The contextual keywords in Fig. 3.2 can be used as identifiers outside the contexts in which they’re keywords, but for clarity this is not recommended.

In Chapters 3–9, every class we define begins with the keyword public. For now, we’ll simply require this keyword. You’ll learn more about public and non-public classes in Chapter 10, Classes and Objects: A Deeper Look. When you save your public class declaration in a file, the file name is usually the class name followed by the .cs file-name extension. For our application, the file name is Welcome1.cs.

A left brace (in line 6 in Fig. 3.1), {, begins the body of every class declaration. A corresponding right brace (in line 12), }, must end each class declaration. Lines 7–11 are indented. This indentation is one of the spacing conventions mentioned earlier. We define each spacing convention as a Good Programming Practice.

Line 7 is a comment indicating the purpose of lines 8–11 of the application. Line 8 is the starting point of every application. The parentheses after the identifier Main indicate that it’s an application building block called a method. Class declarations normally contain one or more methods. Method names usually follow the same Pascal casing capitalization conventions used for class names. For each application, one of the methods in a class must be called Main (which is typically defined as shown in line 8); otherwise, the application will not execute. Methods are able to perform tasks and return information when they complete their tasks. Keyword void (line 8) indicates that this method will not return any information after it completes its task. Later, we’ll see that many methods do return information. You’ll learn more about methods in Chapters 4 and 7. We discuss the contents of Main’s parentheses in Chapter 8. For now, simply mimic Main’s first line in your applications.

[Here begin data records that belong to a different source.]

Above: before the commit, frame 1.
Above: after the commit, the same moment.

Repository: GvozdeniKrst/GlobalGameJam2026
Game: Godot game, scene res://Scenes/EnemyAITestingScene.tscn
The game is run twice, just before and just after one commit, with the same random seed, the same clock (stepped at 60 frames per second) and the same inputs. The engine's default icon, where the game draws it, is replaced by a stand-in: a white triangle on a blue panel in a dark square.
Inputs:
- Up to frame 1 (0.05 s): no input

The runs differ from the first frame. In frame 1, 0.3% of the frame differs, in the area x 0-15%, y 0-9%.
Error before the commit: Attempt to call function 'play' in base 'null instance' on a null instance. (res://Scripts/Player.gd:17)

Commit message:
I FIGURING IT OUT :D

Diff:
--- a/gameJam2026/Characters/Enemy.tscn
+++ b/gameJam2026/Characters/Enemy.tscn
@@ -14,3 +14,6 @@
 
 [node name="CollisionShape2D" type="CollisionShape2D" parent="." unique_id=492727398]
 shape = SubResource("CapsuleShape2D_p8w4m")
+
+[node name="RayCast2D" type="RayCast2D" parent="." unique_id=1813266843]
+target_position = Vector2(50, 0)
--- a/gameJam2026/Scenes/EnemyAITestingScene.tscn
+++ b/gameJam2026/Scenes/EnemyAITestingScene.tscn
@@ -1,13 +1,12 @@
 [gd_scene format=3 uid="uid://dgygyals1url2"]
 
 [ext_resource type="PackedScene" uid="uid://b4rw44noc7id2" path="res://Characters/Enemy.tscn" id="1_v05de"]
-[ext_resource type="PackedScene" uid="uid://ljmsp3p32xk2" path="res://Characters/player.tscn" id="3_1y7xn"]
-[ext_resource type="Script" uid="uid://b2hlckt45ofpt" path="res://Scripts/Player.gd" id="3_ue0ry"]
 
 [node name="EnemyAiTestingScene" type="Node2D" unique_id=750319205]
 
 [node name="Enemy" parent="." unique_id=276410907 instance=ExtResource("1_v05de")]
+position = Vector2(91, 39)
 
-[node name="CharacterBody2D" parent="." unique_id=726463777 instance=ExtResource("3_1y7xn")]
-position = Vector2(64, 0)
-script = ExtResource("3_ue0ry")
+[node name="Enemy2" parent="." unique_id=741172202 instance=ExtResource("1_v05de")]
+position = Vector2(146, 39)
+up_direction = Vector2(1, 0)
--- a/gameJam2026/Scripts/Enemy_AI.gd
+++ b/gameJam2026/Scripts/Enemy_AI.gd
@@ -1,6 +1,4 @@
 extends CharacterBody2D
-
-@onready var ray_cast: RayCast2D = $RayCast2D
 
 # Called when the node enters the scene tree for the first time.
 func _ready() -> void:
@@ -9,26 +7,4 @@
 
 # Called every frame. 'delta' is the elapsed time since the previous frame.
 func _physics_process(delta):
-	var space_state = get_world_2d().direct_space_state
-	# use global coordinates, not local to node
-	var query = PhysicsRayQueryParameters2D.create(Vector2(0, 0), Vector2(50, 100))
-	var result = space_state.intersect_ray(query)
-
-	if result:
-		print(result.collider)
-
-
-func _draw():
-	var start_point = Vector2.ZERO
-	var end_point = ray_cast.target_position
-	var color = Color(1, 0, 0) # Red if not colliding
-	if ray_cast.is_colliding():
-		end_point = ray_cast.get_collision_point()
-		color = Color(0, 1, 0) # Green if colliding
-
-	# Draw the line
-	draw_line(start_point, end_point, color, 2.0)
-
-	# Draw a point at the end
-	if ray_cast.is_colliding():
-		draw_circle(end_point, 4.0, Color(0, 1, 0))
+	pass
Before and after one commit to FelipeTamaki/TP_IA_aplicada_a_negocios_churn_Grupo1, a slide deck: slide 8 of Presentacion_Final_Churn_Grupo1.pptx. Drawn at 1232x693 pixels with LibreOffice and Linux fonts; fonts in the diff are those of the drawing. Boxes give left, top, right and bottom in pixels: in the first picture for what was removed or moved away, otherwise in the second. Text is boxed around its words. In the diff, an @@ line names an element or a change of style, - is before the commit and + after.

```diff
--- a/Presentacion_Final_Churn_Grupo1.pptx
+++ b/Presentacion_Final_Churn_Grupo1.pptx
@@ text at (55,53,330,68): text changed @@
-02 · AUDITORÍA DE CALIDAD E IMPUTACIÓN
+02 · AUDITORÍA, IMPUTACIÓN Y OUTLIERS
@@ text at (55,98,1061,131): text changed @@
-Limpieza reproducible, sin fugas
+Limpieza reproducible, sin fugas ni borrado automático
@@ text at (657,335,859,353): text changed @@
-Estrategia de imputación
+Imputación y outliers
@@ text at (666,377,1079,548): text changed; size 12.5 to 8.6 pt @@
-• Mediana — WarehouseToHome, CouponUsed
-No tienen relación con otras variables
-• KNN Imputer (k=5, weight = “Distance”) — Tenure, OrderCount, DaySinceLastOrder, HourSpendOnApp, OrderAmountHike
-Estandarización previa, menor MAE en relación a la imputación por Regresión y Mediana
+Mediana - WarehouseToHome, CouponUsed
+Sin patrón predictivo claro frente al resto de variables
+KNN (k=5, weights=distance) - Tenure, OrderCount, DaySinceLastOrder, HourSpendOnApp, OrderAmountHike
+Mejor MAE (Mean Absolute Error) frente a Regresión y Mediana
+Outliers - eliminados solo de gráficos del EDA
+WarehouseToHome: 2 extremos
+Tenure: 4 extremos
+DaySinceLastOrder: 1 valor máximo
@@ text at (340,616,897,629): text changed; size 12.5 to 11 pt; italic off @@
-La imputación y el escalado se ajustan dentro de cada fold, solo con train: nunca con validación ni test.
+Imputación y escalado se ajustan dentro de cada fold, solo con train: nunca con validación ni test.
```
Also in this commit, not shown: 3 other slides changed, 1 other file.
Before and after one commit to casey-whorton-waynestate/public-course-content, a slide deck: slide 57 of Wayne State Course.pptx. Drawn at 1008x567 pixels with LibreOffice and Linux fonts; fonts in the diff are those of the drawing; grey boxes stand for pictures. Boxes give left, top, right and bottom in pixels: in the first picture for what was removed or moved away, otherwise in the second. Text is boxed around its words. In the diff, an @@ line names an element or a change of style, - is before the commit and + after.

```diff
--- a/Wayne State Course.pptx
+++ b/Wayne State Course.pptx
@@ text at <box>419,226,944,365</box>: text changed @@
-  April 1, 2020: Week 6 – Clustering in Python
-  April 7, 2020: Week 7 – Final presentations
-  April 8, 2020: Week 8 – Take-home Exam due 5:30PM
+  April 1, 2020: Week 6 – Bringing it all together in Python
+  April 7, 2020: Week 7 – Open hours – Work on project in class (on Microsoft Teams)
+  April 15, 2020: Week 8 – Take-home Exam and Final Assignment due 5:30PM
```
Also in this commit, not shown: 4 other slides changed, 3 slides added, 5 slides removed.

The left brace in line 9 begins the body of the method declaration. A corresponding right brace must end the method’s body (line 11 of Fig. 3.1). Line 10 in the body of the method is indented between the braces.

Line 10 displays the string of characters contained between the double quotation marks. Whitespace characters in strings are not ignored by the compiler.

Class Console provides standard input/output capabilities that enable applications to read and display text in the console window from which the application executes. The Console.WriteLine method displays a line of text in the console window. The string in the parentheses in line 10 is the argument to the method. Method Console.WriteLine displays its argument in the console window. When Console.WriteLine completes its task, it positions the screen cursor at the beginning of the next line in the console window.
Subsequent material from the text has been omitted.